- [Assigned task]
Write out all the data verbatim. Skip images.

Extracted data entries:
::::::

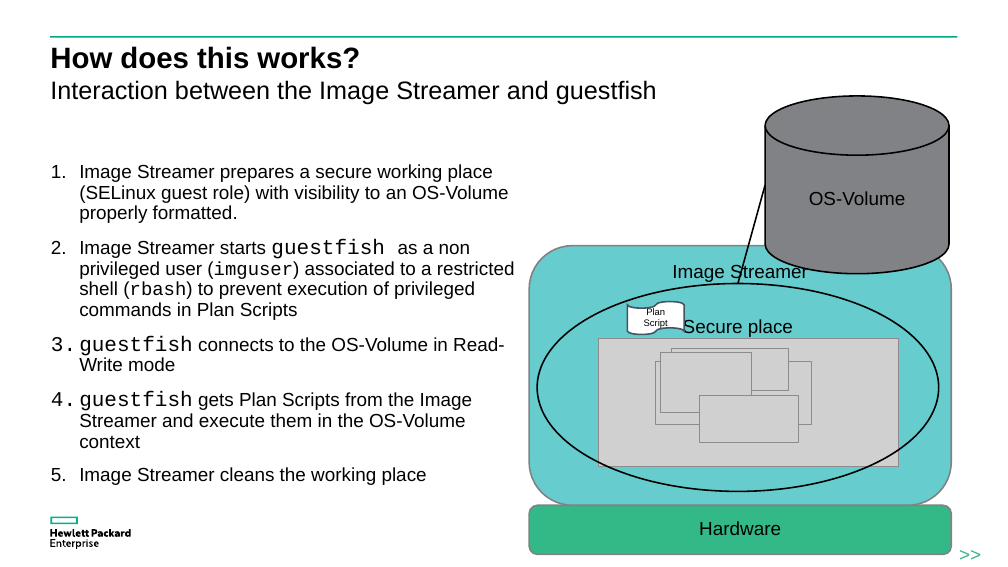
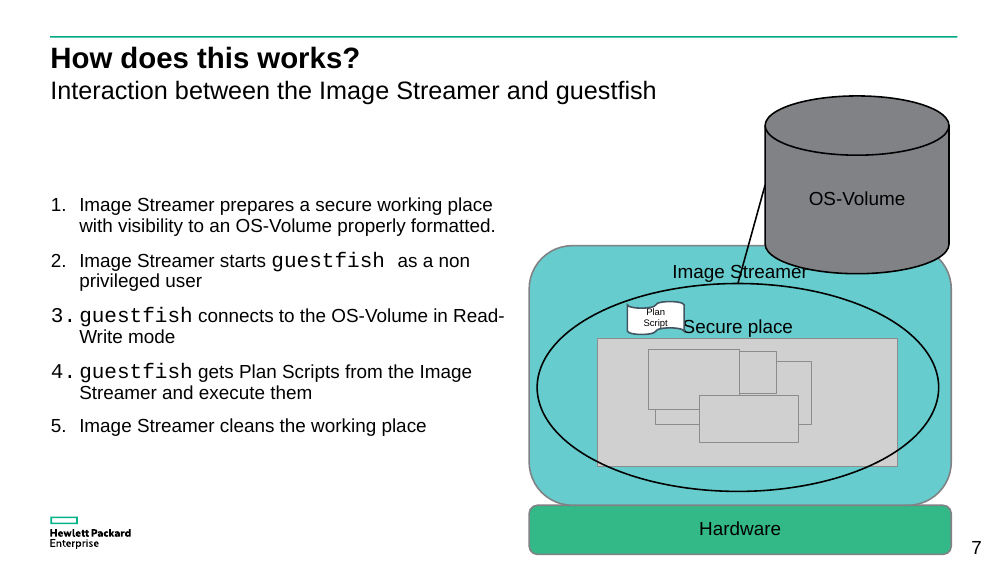
Before and after one commit to donzef/image-streamer-linux, a slide deck: slide 7 of docs/Guestfish-and-ImageStreamer.ppsx. Drawn at 1008x567 pixels with LibreOffice and Linux fonts; fonts in the diff are those of the drawing; grey boxes stand for pictures. Boxes give left, top, right and bottom in pixels: in the first picture for what was removed or moved away, otherwise in the second. Text is boxed around its words. In the diff, an @@ line names an element or a change of style, - is before the commit and + after.

Commit message:
fixed typos

```diff
--- a/docs/Guestfish-and-ImageStreamer.ppsx
+++ b/docs/Guestfish-and-ImageStreamer.ppsx
@@ text at bbox=[79, 197, 496, 291]: text changed @@
-1. Image Streamer prepares a secure working place (SELinux guest role) with visibility to an OS-Volume properly formatted.
-2. Image Streamer starts guestfish as a non privileged user (imguser) associated to a restricted shell (rbash) to prevent execution of privileged commands in Plan Scripts
+1. Image Streamer prepares a secure working place with visibility to an OS-Volume properly formatted.
+2. Image Streamer starts guestfish as a non privileged user
@@ picture: place and size @@
-picture at bbox=[660, 352, 752, 412]
+picture at bbox=[648, 349, 740, 409]
@@ picture: place and size @@
-picture at bbox=[671, 348, 789, 390]
+picture at bbox=[659, 352, 777, 394]
@@ text at bbox=[79, 363, 473, 400]: text changed @@
-4. guestfish gets Plan Scripts from the Image Streamer and execute them in the OS-Volume context
+4. guestfish gets Plan Scripts from the Image Streamer and execute them
@@ text removed at bbox=[932, 542, 1008, 567] @@
->>
@@ page number added at bbox=[971, 541, 982, 554], 18 pt, text #000000 @@
+7
```
Also in this commit, not shown: 20 other slides changed, 1 slide added.

::::::

- [Your response]
Before and after one commit to donzef/image-streamer-linux, a slide deck: slide 7 of docs/Guestfish-and-ImageStreamer.ppsx. Drawn at 1008x567 pixels with LibreOffice and Linux fonts; fonts in the diff are those of the drawing; grey boxes stand for pictures. Boxes give left, top, right and bottom in pixels: in the first picture for what was removed or moved away, otherwise in the second. Text is boxed around its words. In the diff, an @@ line names an element or a change of style, - is before the commit and + after.

Commit message:
fixed typos

```diff
--- a/docs/Guestfish-and-ImageStreamer.ppsx
+++ b/docs/Guestfish-and-ImageStreamer.ppsx
@@ text at bbox=[79, 197, 496, 291]: text changed @@
-1. Image Streamer prepares a secure working place (SELinux guest role) with visibility to an OS-Volume properly formatted.
-2. Image Streamer starts guestfish as a non privileged user (imguser) associated to a restricted shell (rbash) to prevent execution of privileged commands in Plan Scripts
+1. Image Streamer prepares a secure working place with visibility to an OS-Volume properly formatted.
+2. Image Streamer starts guestfish as a non privileged user
@@ picture: place and size @@
-picture at bbox=[660, 352, 752, 412]
+picture at bbox=[648, 349, 740, 409]
@@ picture: place and size @@
-picture at bbox=[671, 348, 789, 390]
+picture at bbox=[659, 352, 777, 394]
@@ text at bbox=[79, 363, 473, 400]: text changed @@
-4. guestfish gets Plan Scripts from the Image Streamer and execute them in the OS-Volume context
+4. guestfish gets Plan Scripts from the Image Streamer and execute them
@@ text removed at bbox=[932, 542, 1008, 567] @@
->>
@@ page number added at bbox=[971, 541, 982, 554], 18 pt, text #000000 @@
+7
```
Also in this commit, not shown: 20 other slides changed, 1 slide added.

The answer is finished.